**WHAT THE TASK REQUIRES**. The lines needed are those below that contain the word "place"; copy each one.

(Stored data entries)

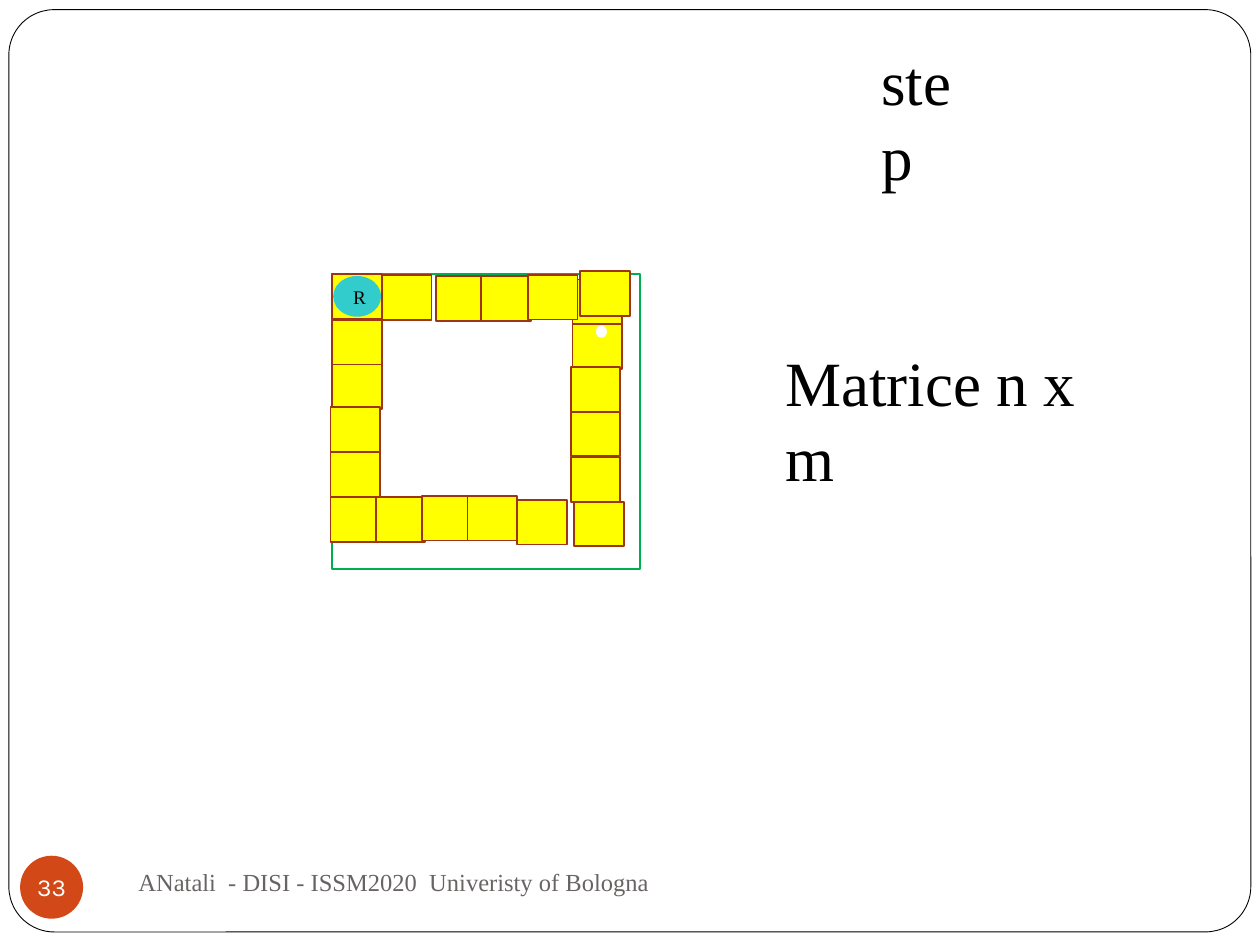
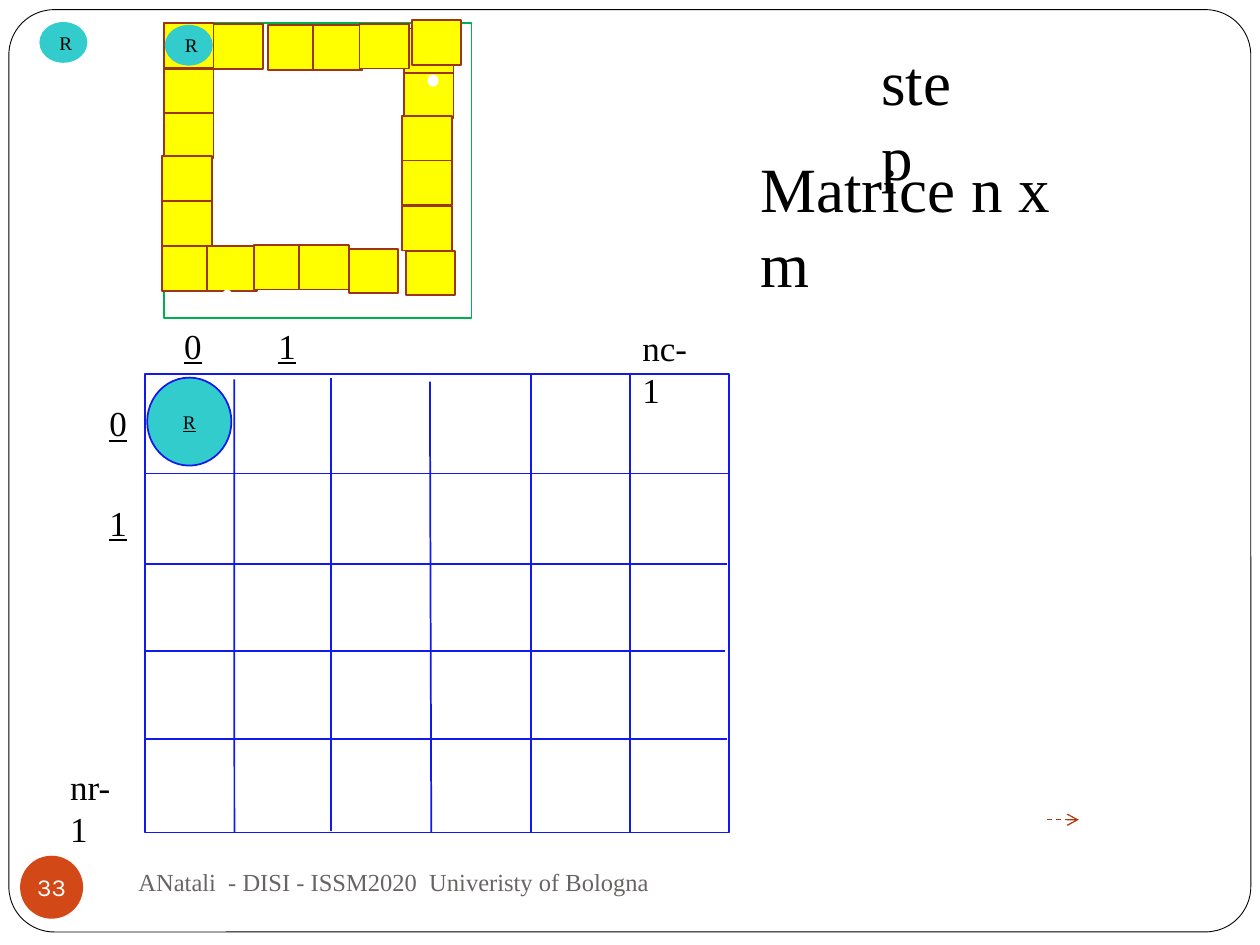
Before and after one commit to anatali/iss2020LabBo, a slide deck: slide 33 of it.unibo.issLabStart/userDocs/ISSM2020.pptx. Drawn at 1260x945 pixels with LibreOffice and Linux fonts; fonts in the diff are those of the drawing. Boxes give left, top, right and bottom in pixels: in the first picture for what was removed or moved away, otherwise in the second. Text is boxed around its words. In the diff, an @@ line names an element or a change of style, - is before the commit and + after.

```diff
--- a/it.unibo.issLabStart/userDocs/ISSM2020.pptx
+++ b/it.unibo.issLabStart/userDocs/ISSM2020.pptx
@@ ellipse added at (40, 23, 87, 62), fill #33CCCC, outline #33CCCC 1 pt, 11 pt, text #000000 @@
+R
@@ 17 rectangles, 4 ellipses: place and size @@
-17 rectangles, 4 ellipses at (333, 271, 640, 570)
+17 rectangles, 4 ellipses at (164, 20, 471, 318)
@@ text "Matrice n x m" rewrapped from (785, 364, 1076, 481) to (760, 163, 1051, 287) @@
@@ ellipse added at (223, 291, 232, 301), fill #FFFFFF, outline #FFFFFF 1 pt @@
@@ 5 rectangles, 1 ellipse: place and size @@
-5 rectangles, 1 ellipse at (330, 407, 611, 558)
+5 rectangles, 1 ellipse at (163, 156, 444, 306)
@@ text added at (184, 335, 202, 364), 20 pt, text #000000, underline @@
+0
@@ text added at (278, 336, 296, 364), 20 pt, text #000000, underline @@
+1
@@ text added at (642, 344, 687, 403), 20 pt, text #000000 @@
+nc-1
@@ rectangle added at (145, 374, 730, 833), fill #FFFFFF, outline #1318ED 1 pt @@
@@ ellipse added at (147, 378, 232, 466), fill #33CCCC, outline #1318ED 1 pt, 11 pt, text #000000, underline @@
+R
@@ line added from (234, 379) to (234, 833), #1318ED 1 pt @@
@@ line added from (331, 378) to (331, 830), #1318ED 1 pt @@
@@ line added from (430, 382) to (431, 833), #1318ED 1 pt @@
@@ line added from (530, 374) to (530, 833), #1318ED 1 pt @@
@@ line added from (630, 375) to (630, 833), #1318ED 1 pt @@
@@ rectangle added at (97, 396, 139, 451), outline #FFFFFF 0.75 pt, 20 pt, text #000000, underline @@
+0
@@ line added from (144, 474) to (730, 474), #1318ED 1 pt @@
@@ rectangle added at (97, 495, 139, 551), fill #FFFFFF, outline #FFFFFF 0.75 pt, 20 pt, text #000000, underline @@
+1
@@ line added from (146, 564) to (727, 564), #1318ED 1 pt @@
@@ line added from (144, 651) to (724, 651), #1318ED 1 pt @@
@@ line added from (146, 738) to (727, 738), #1318ED 1 pt @@
@@ text added at (70, 783, 110, 842), 20 pt, text #000000 @@
+nr-1
@@ arrow added from (1047, 820) to (1079, 820), #B1360B 0.75 pt dashed @@
```
Also in this commit, not shown: 1 other slide changed, 1 slide added, 23 other files.

**WRITTEN RESPONSE**.
@@ 17 rectangles, 4 ellipses: place and size @@
@@ 5 rectangles, 1 ellipse: place and size @@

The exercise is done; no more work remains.